Fontes próximas ao chanceler Mauro Vieira minimizam a situação e dizem que convites a países como Argentina e China, desta vez, são exceções que confirmam a regra.
A percepção dentre os diplomatas é que a indiferença de Trump com Lula era previsível, já que o governo que está entrando nos Estados Unidos tem lado – e não é o de Lula.
Vitelio Brustolin, professor de relações internacionais da Universidade Federal Fluminense (UFF) e pesquisador de Harvard, avalia que o Itamaraty tem seguido o protocolo de forma técnica para lidar com a transição de poder nos Estados Unidos, mas pondera que cumprir estritamente o direito internacional não significa que a relação entre os países seja boa.

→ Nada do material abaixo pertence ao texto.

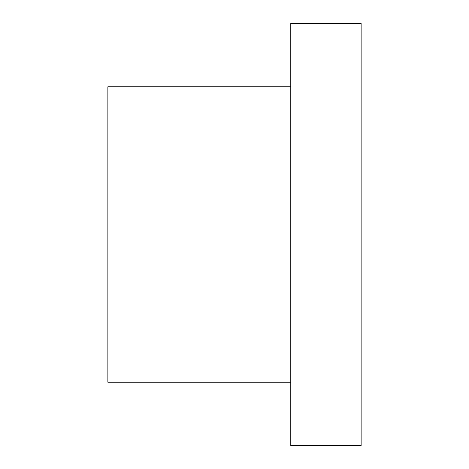 <?xml version="1.0" encoding="UTF-8"?>
<svg xmlns="http://www.w3.org/2000/svg" width="469" height="469" viewBox="0 0 469 469"><rect width="100%" height="100%" fill="white"/><g stroke="black" fill="none" stroke-linecap="round" stroke-linejoin="round"><path stroke-width="0.7" d="M290.78 234.5L290.78 445.55L361.13 445.55L361.13 23.45L290.78 23.45L290.78 234.5M290.78 382.235L107.87 382.235L107.87 86.765L290.78 86.765"/></g></svg>
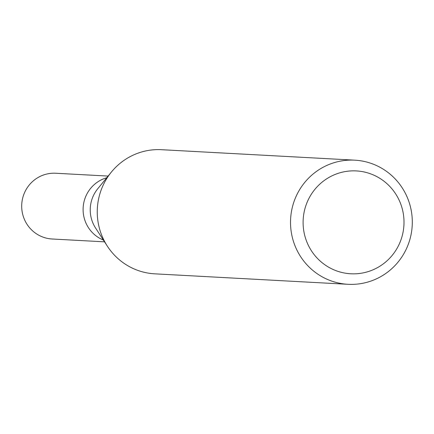 <?xml version="1.0" encoding="UTF-8"?>
<svg xmlns="http://www.w3.org/2000/svg" width="434" height="434" viewBox="0 0 434 434"><rect width="100%" height="100%" fill="white"/><g stroke="black" fill="none" stroke-linecap="round" stroke-linejoin="round"><path stroke-width="0.65" d="M348.052 284.303L154.786 273.832A62.16 60.89 -86.9 0 1 107.382 246.208A62.16 60.89 -86.9 0 1 111.402 172.038A62.16 60.89 -86.9 0 1 156.3 149.643A62.16 60.89 -86.9 0 1 161.508 149.697L354.773 160.168A62.16 60.89 -86.9 0 1 412.3 222.87A62.16 60.89 -86.9 0 1 353.254 284.357A62.16 60.89 -86.9 0 1 348.052 284.303A62.16 60.89 -86.9 0 1 290.525 221.595A62.16 60.89 -86.9 0 1 349.571 160.113A62.16 60.89 -86.9 0 1 354.773 160.168M352.023 170.877A51.505 50.453 -86.9 0 1 403.983 220.678A51.505 50.453 -86.9 0 1 355.077 273.821A51.505 50.453 -86.9 0 1 303.122 224.025A51.505 50.453 -86.9 0 1 352.023 170.877M107.382 246.208L95.599 228.078A32.924 32.252 -86.9 0 1 97.726 188.79L111.402 172.038M103.373 240.045A32.924 32.252 -86.9 0 1 83.149 207.702A32.924 32.252 -86.9 0 1 106.753 177.739A32.924 32.252 -86.9 0 0 83.149 207.702A32.924 32.252 -86.9 0 0 103.373 240.045M104.54 241.836L52.172 238.998A32.924 32.252 -86.9 0 1 21.7 205.787A32.924 32.252 -86.9 0 1 52.975 173.215A32.924 32.252 -86.9 0 1 55.736 173.242L108.104 176.079"/></g></svg>

“Apesar de todos os erros da política externa do governo Bolsonaro, quando Trump ameaçou tarifar o Brasil, Bolsonaro falou com Trump para evitar a medida. Lula poderia ter colocado uma pedra sobre isso, mas não o fez. Essa postura prejudica o Brasil. Do ponto de vista político, ele não deveria ter declarado apoio a ninguém. Essa diplomacia presidencial mais atrapalha do que aproxima”, afirma Brustolin.
O professor observa que apesar de não ser praxe o convite de presidentes à posse americana, Trump quebrou protocolos e presidentes da América do Sul, como Javier Milei, estarão presentes na cerimônia, além de Bolsonaro ter sido convidado.
“Os Estados Unidos são o nosso segundo maior parceiro comercial, só atrás da China. Não tem como o Brasil se beneficiar dessa situação. A diplomacia é feita por gestos, tem uma linguagem própria, que vai além dos atos puramente protocolares”, diz Brustolin.
“A forma como Lula e Trump se relacionam tem reflexos sobre ambos os países. Não se trata de uma relação pessoal, mas sim de dois servidores públicos que atuam, ou deveriam atuar, em prol do interesse público de seus países”, completa.